Development of thrombus-resistant and cell compatible crimped polyethylene terephthalate cardiovascular grafts using surface co-immobilized heparin and collagen

Short-term patency of polyethylene terephthalate (PET) cardiovascular grafts is determined mainly by the inherent thrombogenicity and improper endothelialization following grafts implantation. The aim of the present study was to immobilize heparin to develop thrombus resistant grafts. Additionally, collagen was co-immobilized to enhance the host cell compatibility. The synthetic woven and knitted forms of crimped PET grafts were surface modified by Denier reduction to produce functional carboxyl groups. The produced groups were used as anchor sites for covalent immobilization of heparin or co-immobilization of heparin/collagen by the end-point method. The modified surface was characterized using Fourier transform infrared spectroscopy and X-ray photoelectron spectroscopy. The biological activity of immobilized molecules was investigated in vitro using direct blood coagulation test, and “platelet deposition under flow condition.

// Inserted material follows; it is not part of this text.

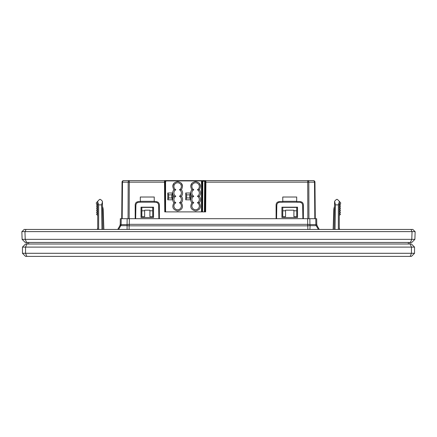 <?xml version="1.0" encoding="UTF-8"?>
<svg xmlns="http://www.w3.org/2000/svg" width="437" height="437" viewBox="0 0 437 437"><rect width="100%" height="100%" fill="white"/><g stroke="black" fill="none" stroke-linecap="round" stroke-linejoin="round"><path stroke-width="0.66" d="M412.047 231.615L21.85 231.615L22.123 239.361L25.215 242.453L411.785 242.453L414.877 239.361L415.15 231.615L412.047 231.615L411.78 239.361L414.877 239.361M410.37 242.453L411.78 239.361L25.22 239.361L26.63 242.453M22.123 239.361L25.22 239.361L24.953 231.615M22.003 231.615L24.172 229.447L412.828 229.447L414.997 231.615M410.998 229.447L411.9 231.615M26.002 229.447L25.1 231.615M303.354 218.702L303.354 204.767C303.169 202.883 302.136 201.85 300.257 201.67L296.696 201.67L296.696 197.021L282.761 197.021L282.761 201.67L279.199 201.67C277.315 201.85 276.282 202.883 276.102 204.767L276.102 218.702M282.761 201.315L296.696 201.315M293.91 210.787L296.696 210.787L296.696 216.686L293.91 216.686L293.91 210.186L285.547 210.186L285.547 216.686L282.761 216.686L282.761 210.787L285.547 210.787M159.352 218.702L159.352 204.767C159.166 202.883 158.134 201.85 156.255 201.67L154.239 201.67L154.239 197.021L140.304 197.021L140.304 201.67L138.294 201.67C136.41 201.85 135.377 202.883 135.197 204.767L135.197 218.702M154.239 201.315L140.304 201.315M152.693 210.787L152.693 207.4L141.856 207.4L141.856 216.686L144.642 216.686L144.642 210.186L149.907 210.186L149.907 210.787L152.693 210.787L152.693 216.686L149.907 216.686L149.907 210.787M165.574 189.871A0.617 0.617 0 0 1 165.503 189.598L165.432 181.224A0.617 0.617 0 0 0 164.809 180.612L164.503 180.612L165.12 181.224L165.388 211.89L164.771 211.89L205.647 211.89L205.909 182.147L307.714 182.147L307.845 218.702M282.761 210.787L282.761 207.4L296.696 207.4L296.696 210.787M141.856 210.787L144.642 210.787M124.447 180.612L129.286 180.612L124.447 180.612M129.155 218.702L129.286 182.147L164.509 182.147L164.503 180.612A0.617 0.617 0 0 1 165.12 181.224A0.617 0.617 0 0 0 164.503 180.612L123.589 180.612A1.546 1.546 0 0 0 122.043 182.147L121.721 218.702M308.943 218.702L308.812 182.147L307.714 182.147L307.714 180.612A1.546 1.093 90 0 1 308.812 182.147L314.957 182.147A1.546 1.546 0 0 0 313.411 180.612L307.714 180.612L313.411 180.612A1.546 1.546 0 0 1 314.957 182.147L315.279 218.702M205.029 211.89L205.297 181.224L205.029 211.89L205.647 211.89M201.555 184.015L201.583 181.224L202.2 181.224L201.932 211.89L202.55 211.89L202.817 180.612A0.617 0.617 0 0 0 202.2 181.224L201.932 211.89M204.407 211.89L204.674 181.224L205.144 181.224L202.2 181.224L201.96 208.711M201.495 181.224L201.583 180.612L202.817 180.612A0.617 0.617 0 0 0 202.2 181.224L202.173 184.015M307.714 180.612L205.914 180.612L205.297 181.224L205.914 180.612L164.809 180.612L166.049 180.612L166.049 181.224L164.809 181.224M201.583 180.612L166.049 180.612M165.388 211.89L165.699 211.89M205.761 180.612L205.909 182.147L205.286 182.147M339.587 213.343L340.516 214.272L339.276 215.512L339.276 229.447L339.276 201.266L340.827 203.123L339.74 204.21L340.516 204.98L339.587 205.909L340.516 206.843L339.587 207.772L340.516 208.7L339.587 209.629L340.516 210.558L339.587 211.486L340.516 212.415L339.587 213.343M339.276 204.363L339.276 206.22M339.587 229.447L339.276 227.682M337.419 199.409L336.457 199.409L337.419 199.409L339.276 201.266M339.276 202.041L338.347 204.866L335.463 204.866L334.6 201.233L336.457 199.409L334.6 201.233L334.108 229.447L334.584 202.041L334.108 229.447L334.507 206.608L333.841 208.881L333.12 229.447L333.841 208.881M117.733 229.447L119.814 225.836L120.792 225.656L119.82 225.831L117.733 229.447M307.812 224.339L307.883 225.831L309.909 225.656L309.844 224.558L307.812 224.339L129.188 224.339L129.117 225.831L127.091 225.65L127.162 224.558L121.136 224.574L120.973 225.667L127.091 225.65L127.091 229.447M118.602 229.447L120.792 225.656L121.044 224.558L120.23 224.339L119.814 225.836A3.097 3.097 0 0 0 120.23 224.339L120.328 218.702L316.672 218.702L316.77 224.339L317.18 225.831L319.267 229.447L317.186 225.836A3.097 3.097 0 0 1 317.18 225.831L316.208 225.65L318.398 229.447M317.18 225.831L316.77 224.339L315.956 224.558L316.027 225.667A3.097 2.19 90 0 1 315.864 224.574L315.956 224.558M334.026 207.93L334.507 206.608L334.026 207.93L334.507 206.608L334.108 229.447L334.584 202.041M97.413 229.447L97.724 227.682M103.159 208.881L103.88 229.447L103.159 208.881L103.88 229.447L103.159 208.881L102.493 206.608L102.892 229.447L102.416 202.041L102.892 229.447L102.493 206.608L102.974 207.93L102.493 206.608L102.892 229.447L102.493 206.608L102.974 207.93M120.23 224.339L119.82 225.831M129.188 224.339L127.162 224.558M307.643 218.702L307.741 225.836L129.117 225.831L129.117 229.447M129.357 218.702L129.259 225.836M309.844 224.558L310.101 225.667L316.027 225.667M339.276 215.512L339.276 229.447M98.653 229.447L98.653 204.866L101.537 204.866L102.416 202.041L102.4 201.233L100.543 199.409L99.581 199.409L97.724 201.266L97.724 229.447M97.724 206.22L97.724 204.363M97.724 209.935L97.724 208.078M97.724 201.266L96.173 203.123L97.26 204.21L96.484 204.98L97.413 205.909L96.484 206.843L97.413 207.772L96.484 208.7L97.413 209.629L96.484 210.558L97.413 211.486L96.484 212.415L97.413 213.343L96.484 214.272L97.724 215.512L97.724 213.655M98.653 204.866L97.724 202.041M102.416 202.041L102.4 201.233M100.543 199.409L99.581 199.409M276.566 218.702L276.801 205.237C277.009 203.385 278.041 202.369 279.899 202.194L299.558 202.194C301.415 202.369 302.448 203.385 302.655 205.237L302.89 218.702M297.537 217.528L281.92 217.528L281.925 207.182L297.531 207.182L297.537 217.528L281.92 217.528M158.888 218.702L158.653 205.237C158.44 203.385 157.413 202.369 155.556 202.194L138.993 202.194C137.136 202.369 136.104 203.385 135.896 205.237L135.661 218.702M153.534 217.528L153.529 207.182L141.02 207.182L141.014 217.528L153.534 217.528L141.014 217.528M281.985 217.462L281.925 207.182M297.471 217.462L297.471 207.242L281.985 207.242M153.463 217.462L153.463 207.242L141.08 207.242L141.08 217.462M409.966 242.453L409.884 244.004M408.371 242.453L408.338 244.004M28.629 242.453L28.662 244.004M27.034 242.453L27.116 244.004M410.152 256.388L25.564 256.388L22.467 253.291L414.533 253.291L411.436 256.388L410.152 256.388L411.436 253.291L411.436 247.102L414.533 247.102L414.533 253.291M26.848 256.388L25.564 253.291L25.564 247.102L411.436 247.102L410.152 244.004L411.436 244.004L414.533 247.102M22.467 247.102L25.564 244.004L26.848 244.004L25.564 247.102L22.467 247.102L22.467 253.291M26.848 244.004L410.152 244.004M201.495 184.015L201.96 184.015M165.574 211.89L165.574 180.918L201.495 180.918L201.495 211.89M191.87 196.251L193.81 196.251A3.715 3.715 0 0 0 193.81 202.752A3.715 3.715 0 0 0 195.612 209.722A3.715 3.715 0 0 0 197.409 202.752L199.348 202.752C201.566 207.067 200.321 209.798 195.612 210.962C190.903 209.798 189.658 207.067 191.87 202.752C190.259 200.588 190.259 198.42 191.87 196.251C190.259 194.083 190.259 191.914 191.87 189.745C189.658 185.435 190.903 182.699 195.612 181.541C200.321 182.699 201.566 185.435 199.348 189.745C200.96 191.914 200.96 194.077 199.348 196.251C200.96 198.414 200.96 200.583 199.348 202.752A4.954 4.954 0 0 0 200.55 199.086M190.603 199.813L185.758 199.813L185.758 192.996L190.603 192.996L190.603 199.813L189.729 197.95L186.632 197.95L185.758 199.813M172.637 199.813L167.797 199.813L167.797 192.996L172.637 192.996L172.637 199.813L171.763 197.95L168.671 197.95L167.797 199.813M172.713 199.917A4.954 4.954 0 0 1 173.91 196.251L175.849 196.251A3.715 3.715 0 0 0 175.849 202.752A3.715 3.715 0 0 0 177.651 209.722A3.715 3.715 0 0 0 179.449 202.752L181.388 202.752C183.606 207.067 182.36 209.798 177.651 210.962C172.943 209.798 171.697 207.067 173.91 202.752C172.298 200.588 172.298 198.42 173.91 196.251C172.298 194.083 172.298 191.914 173.91 189.745C171.697 185.435 172.943 182.699 177.651 181.541C182.36 182.699 183.606 185.435 181.388 189.745C182.999 191.914 182.999 194.077 181.388 196.251C182.999 198.414 182.999 200.583 181.388 202.752A4.954 4.954 0 0 0 182.584 199.086M192.072 183.027L190.674 186.102M200.55 186.096L199.146 183.027M185.758 192.996L186.632 194.853L186.632 197.95M186.632 194.853L189.729 194.853L190.603 192.996M189.729 197.95L189.729 194.853M167.797 192.996L168.671 194.853L168.671 197.95M168.671 194.853L171.763 194.853L172.637 192.996M171.763 197.95L171.763 194.853M179.449 202.752A3.715 3.715 0 0 0 179.449 196.251A3.715 3.715 0 0 0 179.449 189.745A3.715 3.715 0 0 0 177.651 182.775A3.715 3.715 0 0 0 175.849 189.745L173.91 189.745A4.954 4.954 0 0 0 172.713 193.416M174.112 183.027L172.708 186.102M182.59 186.096L181.186 183.027M179.449 196.251L181.388 196.251A4.954 4.954 0 0 0 182.584 192.58M193.81 202.752L191.87 202.752M197.409 202.752A3.715 3.715 0 0 0 197.409 196.251A3.715 3.715 0 0 0 197.409 189.745A3.715 3.715 0 0 0 195.612 182.775A3.715 3.715 0 0 0 193.81 189.745L191.87 189.745M193.81 189.745A3.715 3.715 0 0 0 193.81 196.251M197.409 189.745L199.348 189.745M197.409 196.251L199.348 196.251M175.849 202.752L173.91 202.752M175.849 189.745A3.715 3.715 0 0 0 175.849 196.251M179.449 189.745L181.388 189.745M165.131 182.147L164.509 182.147L164.771 211.89M128.057 218.702L128.188 182.147A1.546 1.093 -90 0 1 129.286 180.612L129.286 182.147L122.497 182.147A1.546 1.093 -90 0 1 123.589 180.612M313.411 180.612A1.546 1.093 90 0 1 314.503 182.147L314.826 218.702M122.174 218.702L122.497 182.147L122.043 182.147M204.674 180.612L204.674 181.224L205.297 181.224M338.347 204.866L338.347 229.447M335.463 204.866L335.037 229.447M307.741 225.836L307.883 229.447M310.101 225.667L309.909 229.447M126.905 225.667A3.097 2.19 90 0 0 127.069 224.574L127.167 218.702M309.833 218.702L309.937 224.574L315.864 224.574L315.765 218.702M101.537 204.866L101.963 229.447M121.235 218.702L121.136 224.574"/></g></svg>

Furthermore, the biocompatibility of modified grafts with host cells was assessed using L929 cell as model. All modified grafts showed significant resistance against fibrin and clot formation. The number of deposited platelets on heparin-immobilized woven and knitted grafts obviously decreased by 3 fold and 2.8 fold per unit surface area respectively, while the heparin/collagen co-immobilized grafts showed only a decrease by 1.7 and 1.8 fold compared to unmodified PET. Heparin-immobilized grafts reported no significant effect on L929 cells adhesion and growth (P > 0.05), conversely, collagen co-immobilization considerably increased cell adhesion almost ~ 1.3 fold and 2 fold per unit surface area for woven and knitted grafts respectively. Our results emphasize that immobilization of heparin minimized the inherent thrombogenicity of the PET grafts. The simultaneous co-immobilization of collagen supported host cell adhesion and growth required for the grafts biocompatibility.